START Information shown
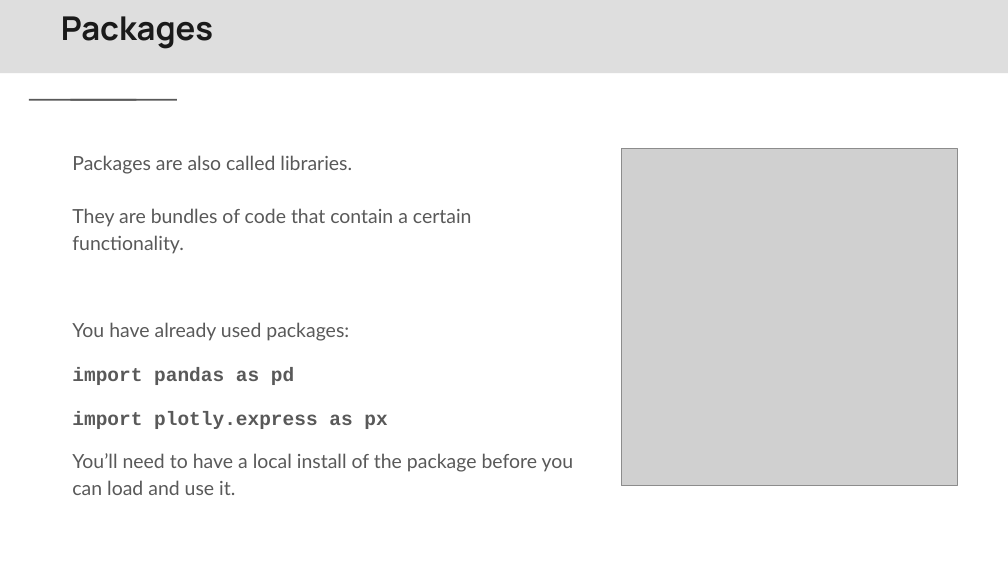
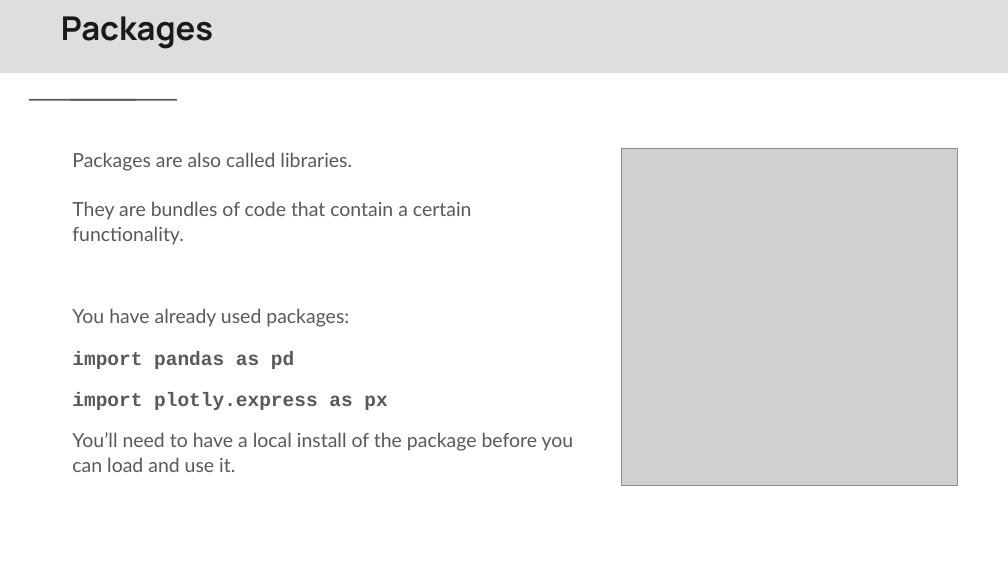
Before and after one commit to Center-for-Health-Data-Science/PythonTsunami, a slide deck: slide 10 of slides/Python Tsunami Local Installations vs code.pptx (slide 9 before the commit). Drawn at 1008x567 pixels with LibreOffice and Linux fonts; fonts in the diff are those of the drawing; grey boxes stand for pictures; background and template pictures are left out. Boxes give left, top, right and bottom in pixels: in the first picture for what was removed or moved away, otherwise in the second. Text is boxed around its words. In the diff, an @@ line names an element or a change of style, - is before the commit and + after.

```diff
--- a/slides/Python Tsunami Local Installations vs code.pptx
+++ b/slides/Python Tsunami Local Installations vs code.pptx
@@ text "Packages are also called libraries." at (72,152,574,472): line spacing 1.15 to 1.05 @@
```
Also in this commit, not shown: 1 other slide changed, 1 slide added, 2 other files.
END Information shown
START Information shown
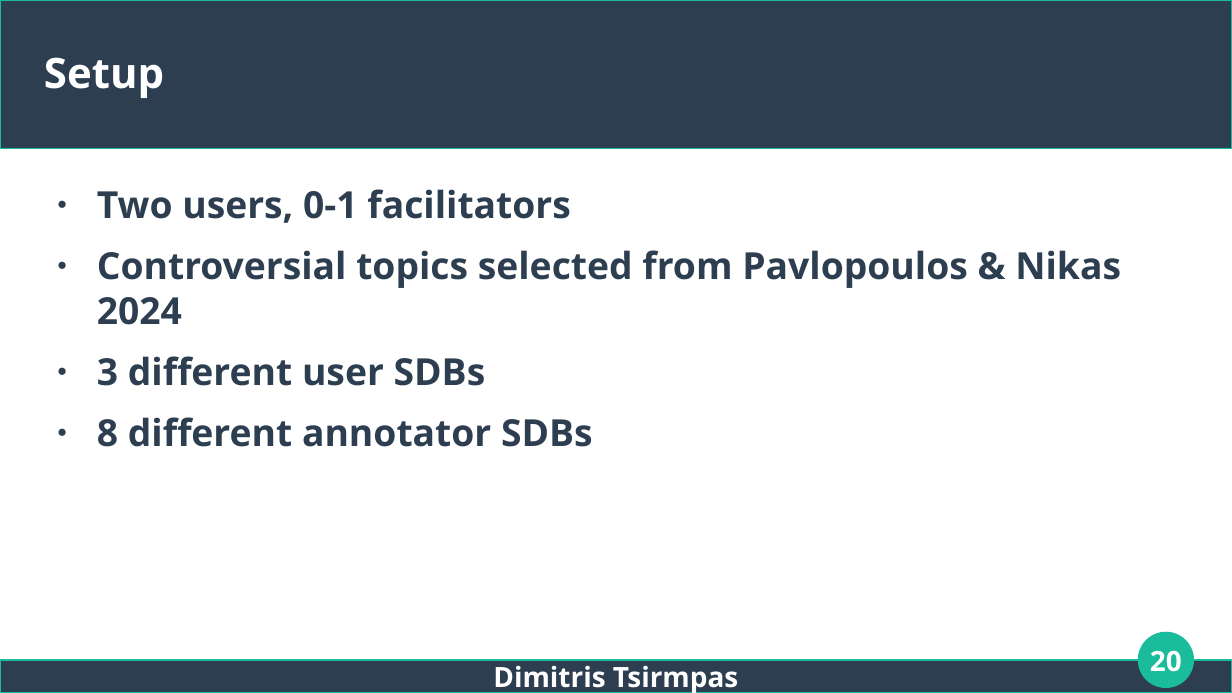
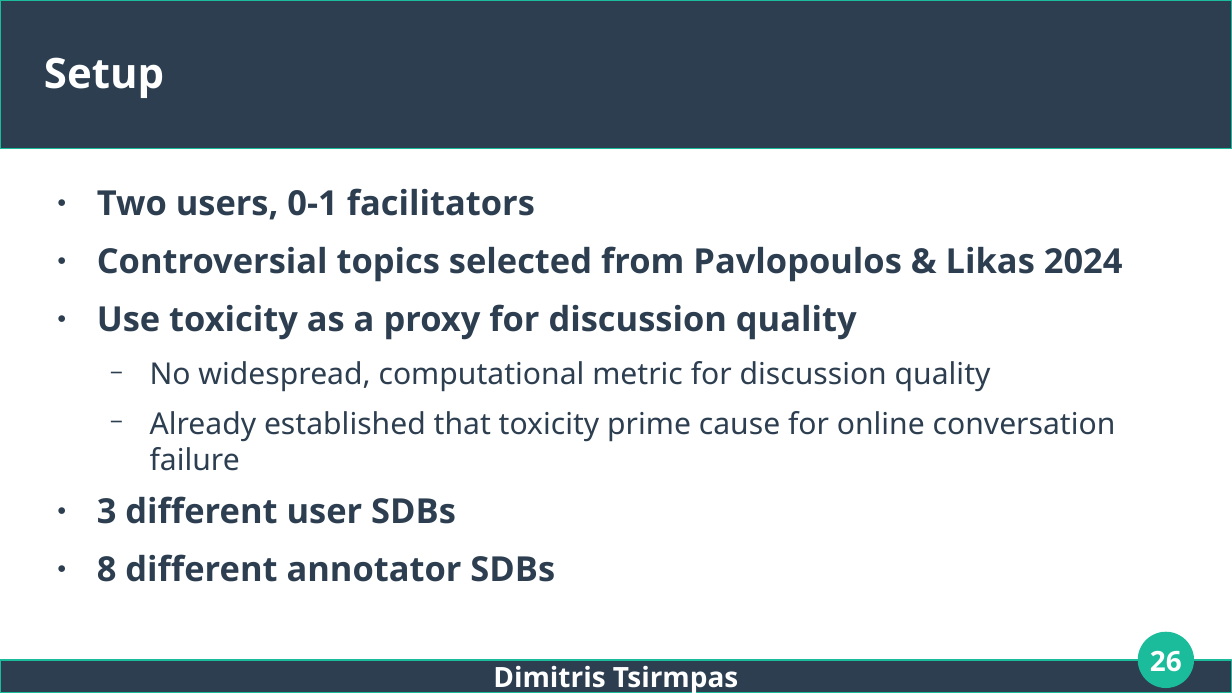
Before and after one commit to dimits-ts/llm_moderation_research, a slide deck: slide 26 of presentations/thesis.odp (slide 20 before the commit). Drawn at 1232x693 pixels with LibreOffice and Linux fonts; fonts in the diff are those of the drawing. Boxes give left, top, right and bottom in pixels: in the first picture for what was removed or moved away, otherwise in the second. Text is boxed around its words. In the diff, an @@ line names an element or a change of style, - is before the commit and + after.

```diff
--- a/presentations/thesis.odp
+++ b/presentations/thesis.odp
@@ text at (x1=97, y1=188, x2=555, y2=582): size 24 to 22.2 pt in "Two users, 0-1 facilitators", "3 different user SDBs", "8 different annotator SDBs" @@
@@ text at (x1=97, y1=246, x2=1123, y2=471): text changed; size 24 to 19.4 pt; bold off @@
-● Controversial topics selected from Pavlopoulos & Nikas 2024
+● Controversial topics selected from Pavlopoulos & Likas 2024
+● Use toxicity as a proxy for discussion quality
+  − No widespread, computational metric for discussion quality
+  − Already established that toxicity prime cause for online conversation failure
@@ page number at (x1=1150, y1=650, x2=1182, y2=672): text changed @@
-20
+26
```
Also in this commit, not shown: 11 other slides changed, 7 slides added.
END Information shown
START Information shown
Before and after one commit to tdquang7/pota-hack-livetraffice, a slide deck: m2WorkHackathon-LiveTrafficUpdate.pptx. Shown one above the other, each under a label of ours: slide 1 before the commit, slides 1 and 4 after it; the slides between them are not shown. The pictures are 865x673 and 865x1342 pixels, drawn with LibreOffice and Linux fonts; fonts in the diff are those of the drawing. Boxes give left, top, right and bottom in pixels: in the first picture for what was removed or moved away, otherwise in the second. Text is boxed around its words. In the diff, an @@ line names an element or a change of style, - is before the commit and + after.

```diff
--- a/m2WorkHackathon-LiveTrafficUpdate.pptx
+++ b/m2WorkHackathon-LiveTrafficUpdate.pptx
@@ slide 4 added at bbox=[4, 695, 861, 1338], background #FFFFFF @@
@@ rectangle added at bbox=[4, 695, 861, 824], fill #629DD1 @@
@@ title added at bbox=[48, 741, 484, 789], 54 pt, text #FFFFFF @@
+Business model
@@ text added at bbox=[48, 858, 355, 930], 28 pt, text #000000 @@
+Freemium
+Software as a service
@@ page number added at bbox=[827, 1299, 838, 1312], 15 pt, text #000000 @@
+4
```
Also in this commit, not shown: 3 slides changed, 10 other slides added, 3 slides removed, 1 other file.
END Information shown
**What you will do**
Go through the records line by line and count those that contain the string "topics". Answer with the count alone.

**Answer to this exercise**
2